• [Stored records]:

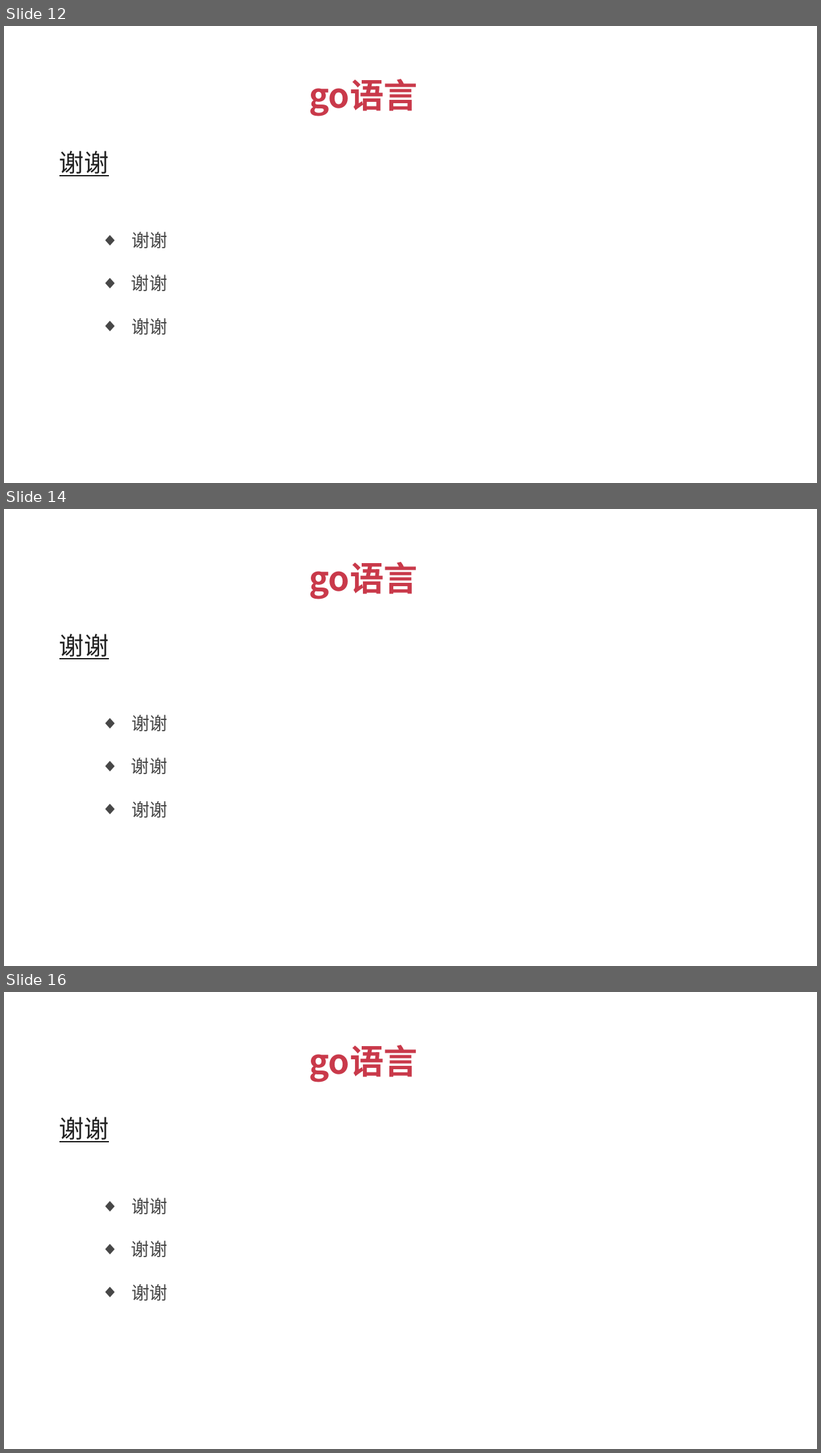
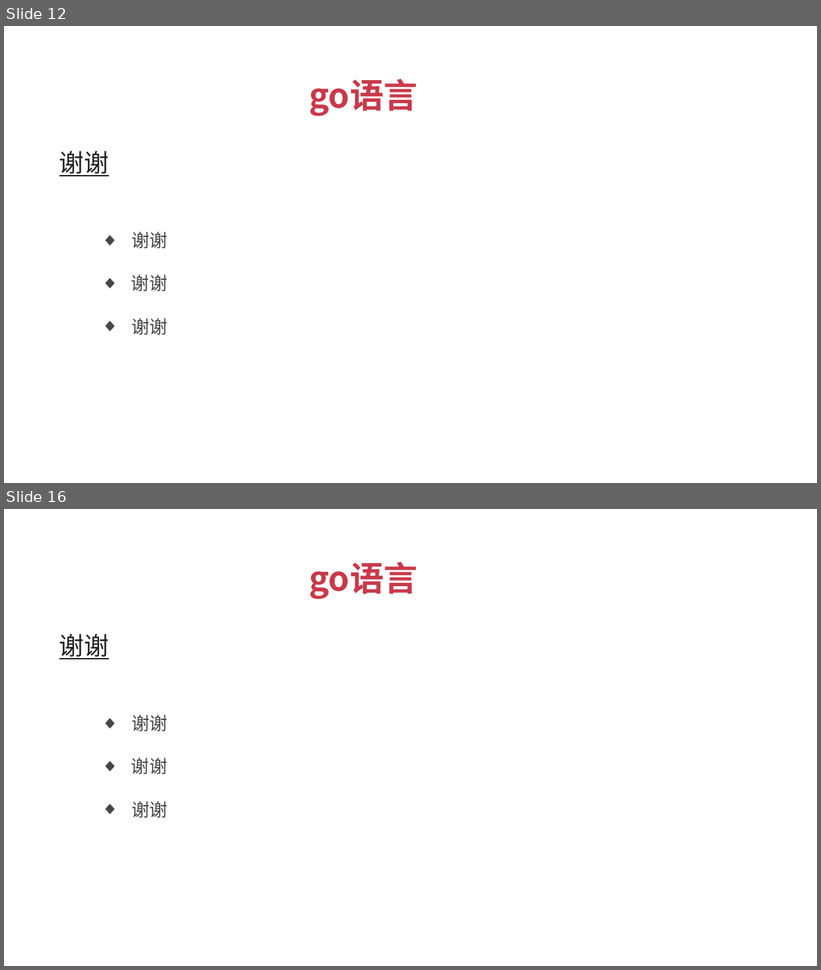
Before and after one commit to xuqiang76/golang, a slide deck: tuling/go语言_傻大猫.pptx. Shown one above the other, each under a label of ours: slides 12, 14 and 16 before the commit, slides 12 and 16 after it; the slides between them are not shown. The pictures are 821x1453 and 821x970 pixels, drawn with LibreOffice and Linux fonts; fonts in the diff are those of the drawing. Boxes give left, top, right and bottom in pixels: in the first picture for what was removed or moved away, otherwise in the second. Text is boxed around its words. In the diff, an @@ line names an element or a change of style, - is before the commit and + after.

```diff
--- a/tuling/go语言_傻大猫.pptx
+++ b/tuling/go语言_傻大猫.pptx
@@ slide 14 removed at (x1=4, y1=509, x2=817, y2=966), background #FFFFFF @@
@@ text removed at (x1=309, y1=562, x2=417, y2=599) @@
-go语言
@@ text removed at (x1=59, y1=634, x2=109, y2=659) @@
-谢谢
@@ text removed at (x1=131, y1=715, x2=168, y2=731) @@
-  ◆ 谢谢
@@ text removed at (x1=131, y1=758, x2=168, y2=774) @@
-  ◆ 谢谢
@@ text removed at (x1=131, y1=801, x2=168, y2=818) @@
-  ◆ 谢谢
```
Also in this commit, not shown: 2 slides changed, 3 slides added, 2 other slides removed, 5 other files.
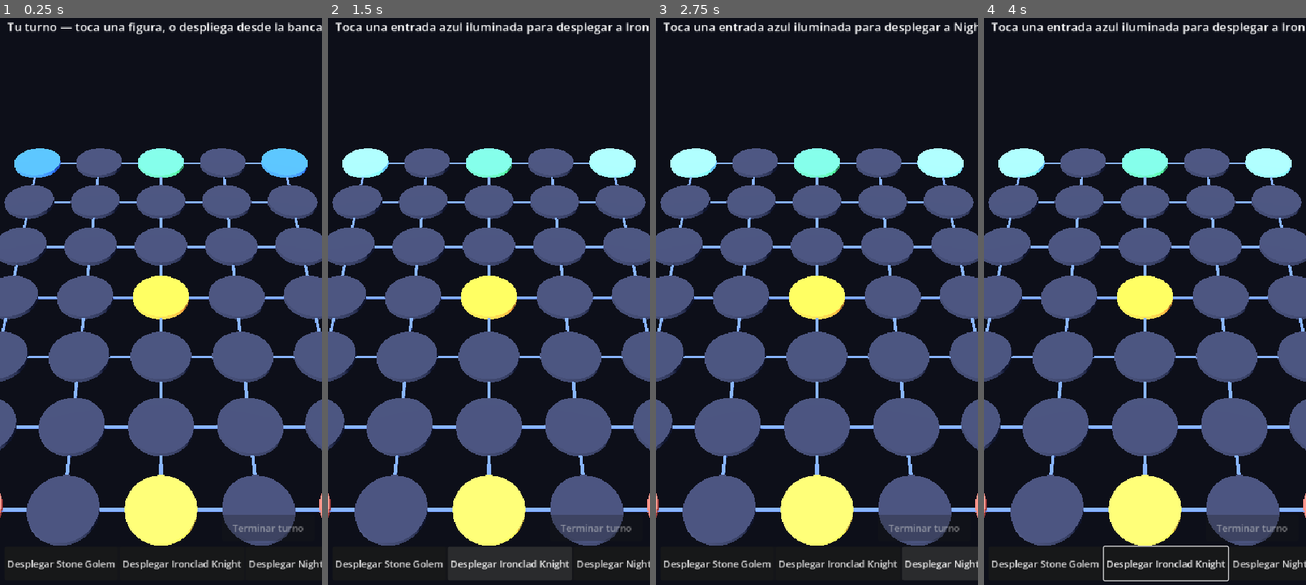
Above: before the commit, frames 1-4 (left to right).
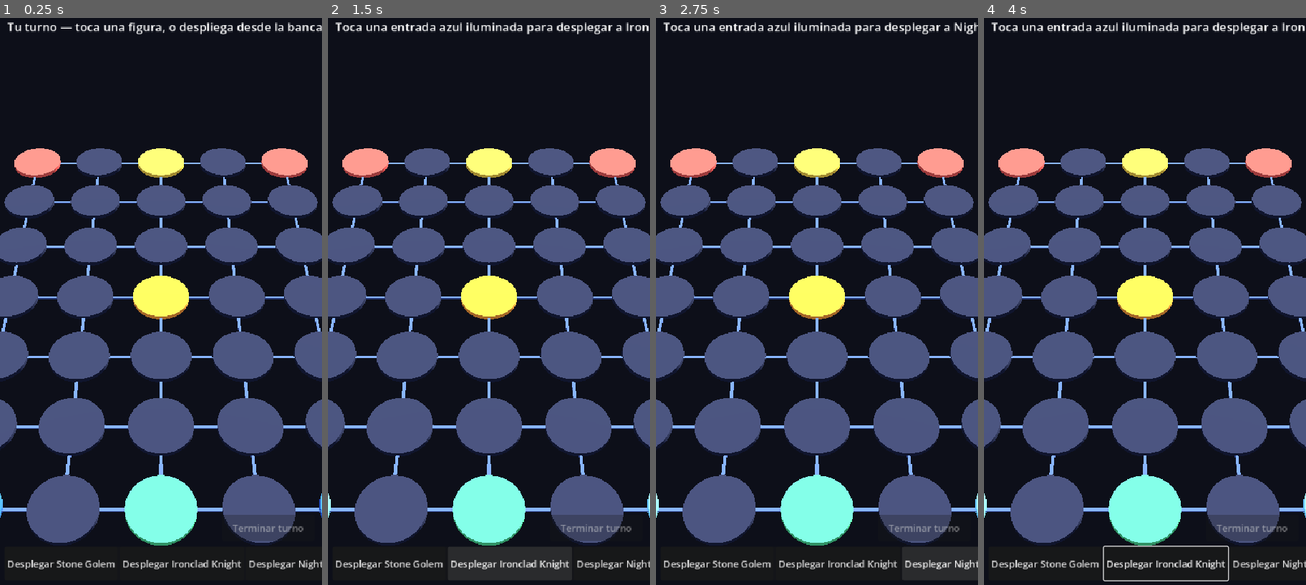
Above: after the commit, the same moments.

Repository: GStyleM562/NodeChess
Game: Godot game, scene res://scenes/board.tscn
The game is run twice, just before and just after one commit, with the same random seed, the same clock (stepped at 60 frames per second) and the same inputs.
Inputs (mouse positions are in pixels of both pictures, inside the frame that each line leads up to):
- Up to frame 1 (0.25 s): no input
- Up to frame 2 (1.5 s): click "Desplegar Stone Golem" at 0.5 s; click "Desplegar Ironclad Knight" at 1.25 s
- Up to frame 3 (2.75 s): click "Desplegar Nightblade" at 2 s
- Up to frame 4 (4 s): tap Enter at 2.75 s; move the mouse to (1215, 267) at 2.77 s; hold Right 2.78-3.53 s; click (1215, 267) at 2.92 s; tap Space at 3.02, 3.5, 3.77 s; move the mouse to (1080, 329) at 3.52 s; hold Left from 3.53 s (still down)

The runs differ from the first frame. In frame 1, 6.6% of the frame differs, in the area x 0-100%, y 22-94%; in frame 2, 6.6%; in frame 3, 6.6%; in frame 4, 6.6%.

Commit message:
Combat polish: player at bottom (camera flip), pull combat cam back, longer KO hold, hide other figures during the combat shot

Diff:
--- a/game/scripts/Board3D.gd
+++ b/game/scripts/Board3D.gd
@@ -60,7 +60,8 @@
 func _build_environment() -> void:
 	_cam = Camera3D.new()
 	_cam.fov = 45.0
-	_cam.look_at_from_position(Vector3(0.0, 9.0, 8.5), Vector3.ZERO, Vector3.UP)
+	# Camera on the player's side: player (row 0) sits at the BOTTOM, enemy at top.
+	_cam.look_at_from_position(Vector3(0.0, 9.0, -8.5), Vector3.ZERO, Vector3.UP)
 	add_child(_cam)
 	_combat_cam = Camera3D.new()
 	_combat_cam.fov = 50.0
@@ -511,14 +512,18 @@
 	dir = dir.normalized()
 	var side := dir.cross(Vector3.UP).normalized()
 	var sep := pa.distance_to(pb)
-	# 3/4 side angle, backed off enough to frame BOTH fighters.
-	var cam_pos := m + side * (sep + 3.0) + Vector3(0, 1.75, 0)
-	_combat_cam.look_at_from_position(cam_pos, m + Vector3(0, 0.85, 0), Vector3.UP)
+	# Hide the other figures so they don't block the shot.
+	for uid in _vis.keys():
+		if uid != att_uid and uid != def_uid:
+			_vis[uid].visible = false
+	# 3/4 side angle, backed off a bit more to frame BOTH fighters.
+	var cam_pos := m + side * (sep + 4.3) + Vector3(0, 2.0, 0)
+	_combat_cam.look_at_from_position(cam_pos, m + Vector3(0, 0.9, 0), Vector3.UP)
 	_combat_cam.current = true
 	_face(fa, pb - pa)
 	_face(fb, pa - pb)
 	fa.play_clip("attack")
-	await get_tree().create_timer(0.5).timeout
+	await get_tree().create_timer(0.65).timeout
 	var ko: int = int(rec.get("ko", -1))
 	if ko != -1:
 		var winner_uid := def_uid if ko == att_uid else att_uid
@@ -526,17 +531,21 @@
 			_vis[winner_uid].play_clip("attack_heavy")
 		if _vis.has(ko):
 			_vis[ko].play_clip("ko")
-		await get_tree().create_timer(1.7).timeout
+		await get_tree().create_timer(2.5).timeout      # hold so the KO is appreciated
 	else:
 		# Survives: defender blocks (Blue) or flinches, then both return to idle.
 		if _vis.has(def_uid):
 			_vis[def_uid].play_clip("defend" if String(rec.get("win_col", "")) == "blue" else "hit")
-		await get_tree().create_timer(1.1).timeout
+		await get_tree().create_timer(1.8).timeout
 		if _vis.has(att_uid):
 			_vis[att_uid].play_clip("idle")
 		if _vis.has(def_uid):
 			_vis[def_uid].play_clip("idle")
-		await get_tree().create_timer(0.4).timeout
+		await get_tree().create_timer(0.6).timeout
+	# Restore the others.
+	for uid in _vis.keys():
+		if uid != att_uid and uid != def_uid:
+			_vis[uid].visible = true
 	_cam.current = true
 
 # ---------------------------------------------------------------- victory

• [PROBLEM TO WORK ON]: Above are the entries. Quote exactly the lines from the one bearing "Repository: GStyleM562/NodeChess" through the one bearing "Vector3(0, 1.75, 0)".

• [ANSWER]:
Repository: GStyleM562/NodeChess
Game: Godot game, scene res://scenes/board.tscn
The game is run twice, just before and just after one commit, with the same random seed, the same clock (stepped at 60 frames per second) and the same inputs.
Inputs (mouse positions are in pixels of both pictures, inside the frame that each line leads up to):
- Up to frame 1 (0.25 s): no input
- Up to frame 2 (1.5 s): click "Desplegar Stone Golem" at 0.5 s; click "Desplegar Ironclad Knight" at 1.25 s
- Up to frame 3 (2.75 s): click "Desplegar Nightblade" at 2 s
- Up to frame 4 (4 s): tap Enter at 2.75 s; move the mouse to (1215, 267) at 2.77 s; hold Right 2.78-3.53 s; click (1215, 267) at 2.92 s; tap Space at 3.02, 3.5, 3.77 s; move the mouse to (1080, 329) at 3.52 s; hold Left from 3.53 s (still down)

The runs differ from the first frame. In frame 1, 6.6% of the frame differs, in the area x 0-100%, y 22-94%; in frame 2, 6.6%; in frame 3, 6.6%; in frame 4, 6.6%.

Commit message:
Combat polish: player at bottom (camera flip), pull combat cam back, longer KO hold, hide other figures during the combat shot

Diff:
--- a/game/scripts/Board3D.gd
+++ b/game/scripts/Board3D.gd
@@ -60,7 +60,8 @@
 func _build_environment() -> void:
 	_cam = Camera3D.new()
 	_cam.fov = 45.0
-	_cam.look_at_from_position(Vector3(0.0, 9.0, 8.5), Vector3.ZERO, Vector3.UP)
+	# Camera on the player's side: player (row 0) sits at the BOTTOM, enemy at top.
+	_cam.look_at_from_position(Vector3(0.0, 9.0, -8.5), Vector3.ZERO, Vector3.UP)
 	add_child(_cam)
 	_combat_cam = Camera3D.new()
 	_combat_cam.fov = 50.0
@@ -511,14 +512,18 @@
 	dir = dir.normalized()
 	var side := dir.cross(Vector3.UP).normalized()
 	var sep := pa.distance_to(pb)
-	# 3/4 side angle, backed off enough to frame BOTH fighters.
-	var cam_pos := m + side * (sep + 3.0) + Vector3(0, 1.75, 0)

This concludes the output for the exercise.